Entre os destaques do desempenho sul-mato-grossense está a dimensão “Oportunidades”, considerada uma das áreas mais desafiadoras do índice em nível nacional. O eixo reúne indicadores ligados a direitos individuais, acesso ao ensino superior, inclusão social e liberdade de escolha.

Mesmo com média nacional abaixo de 50 pontos nesse quesito, Mato Grosso do Sul ficou entre os estados com desempenho superior ao índice brasileiro.

O relatório também aponta resultado acima da média nacional na dimensão “Necessidades Humanas Básicas”, que considera fatores como acesso à água, saneamento, moradia, alimentação, cuidados médicos e segurança pessoal.

Segundo os organizadores, os melhores desempenhos nessa categoria se concentram nas regiões Centro-Oeste, Sul e Sudeste, especialmente em municípios de menor porte, que apresentam melhores índices de infraestrutura urbana e acesso a serviços públicos.

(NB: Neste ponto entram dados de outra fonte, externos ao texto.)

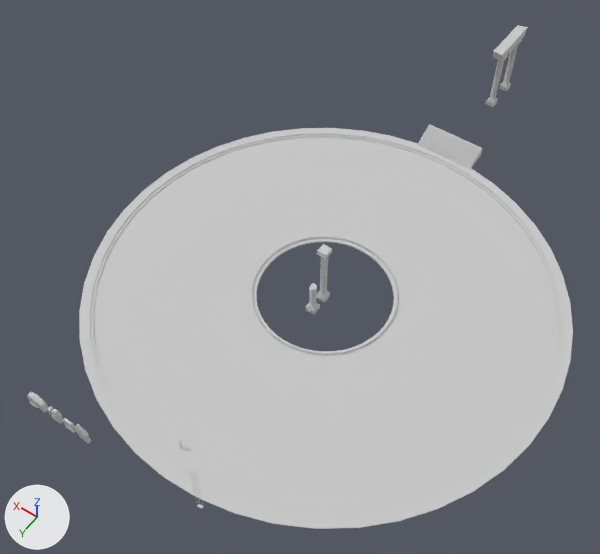
Renders of the FBX model Assets/Game Assets/Props/Placeta/Placeta.FBX from each side of a commit.
Before and after are seen from a 50 mm camera at (-34.7, 54.2, 85.7) aimed at (2.9, 1.5, 2.9). The axes (+X, +Y, +Z) are drawn at lower left. The lights are the same throughout. Where no turn or scale is listed for an object, it has been applied to the vertices.

In view in the first picture: 'escaleras_plaza', 'square', 'valla_arbol_1', 'valla_arbol_3'.
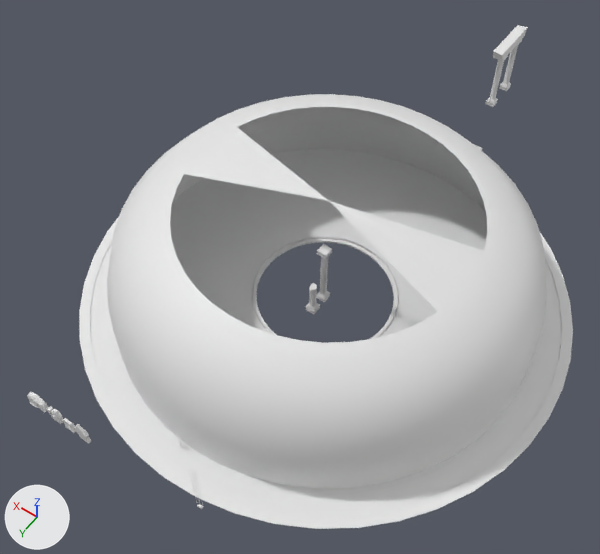
Where the newer file only moved an object's origin or applied its transform, the numbers keep the older frame.

Changed parts and their boxes [x1, y1, x2, y2] in the pictures (600 x 554 px):
'square', recoloured (grey to white): [79, 128, 573, 529] in both
'square_fog_wall', added: after [107, 94, 547, 489]
'escaleras_plaza', recoloured: [418, 124, 482, 169] in both
'valla_arbol_3', deleted: before [282, 327, 388, 355]
'valla_arbol_1', deleted: before [268, 236, 364, 258]

Diff of the bpy script that builds the scene:
```diff
--- a/Assets/Game Assets/Props/Placeta/Placeta.FBX.py
+++ b/Assets/Game Assets/Props/Placeta/Placeta.FBX.py
@@ mat_mat_escaleras_plaza @@
 mat_mat_escaleras_plaza = principled_material('MAT_escaleras_plaza')
-mat_mat_escaleras_plaza.base_color = (0.588, 0.588, 0.588)  # light grey #cacaca
+mat_mat_escaleras_plaza.base_color = (0.8, 0.8, 0.8)  # white #e7e7e7
 mat_mat_escaleras_plaza.roughness = 0.859
@@ mat_mat_square @@
 mat_mat_square = principled_material('MAT_square')
-mat_mat_square.base_color = (0.588, 0.588, 0.588)  # light grey #cacaca
+mat_mat_square.base_color = (0.8, 0.8, 0.8)  # white #e7e7e7
 mat_mat_square.roughness = 0.859
@@ me_untitled_019 @@
+me_untitled_019.from_pydata(...)  # 223 vertices, 184 faces; spans x -26.7..26.7, y -26.7..26.7, z 0.2..17.7
+me_untitled_019.materials.append(mat_mat_square)  # white #e7e7e7
@@ ob_valla_arbol_1 @@
-ob_valla_arbol_1 = bpy.data.objects.new('valla_arbol_1', me_mesh_001)
-ob_valla_arbol_1.location = (0.0, 0.0, 0.0)
@@ ob_valla_arbol_3 @@
-ob_valla_arbol_3 = bpy.data.objects.new('valla_arbol_3', me_mesh_003)
-ob_valla_arbol_3.location = (0.0, 0.0, 0.0)
@@ ob_square_fog_wall @@
+ob_square_fog_wall = bpy.data.objects.new('square_fog_wall', me_untitled_019)
+ob_square_fog_wall.location = (0.0, 0.0, -0.3)
```

O estudo ainda destaca a relação entre desenvolvimento econômico e avanços sociais. Nos últimos anos, Mato Grosso do Sul registrou crescimento impulsionado principalmente pela agroindústria, cadeia da celulose, bioenergia e atração de investimentos privados.

Ao mesmo tempo, o Estado ampliou programas voltados à qualificação profissional, inovação e expansão do ensino técnico e superior, áreas consideradas estratégicas para melhorar indicadores sociais e ampliar oportunidades de emprego e renda.

O levantamento completo do IPS Brasil 2026 está disponível no portal oficial do índice.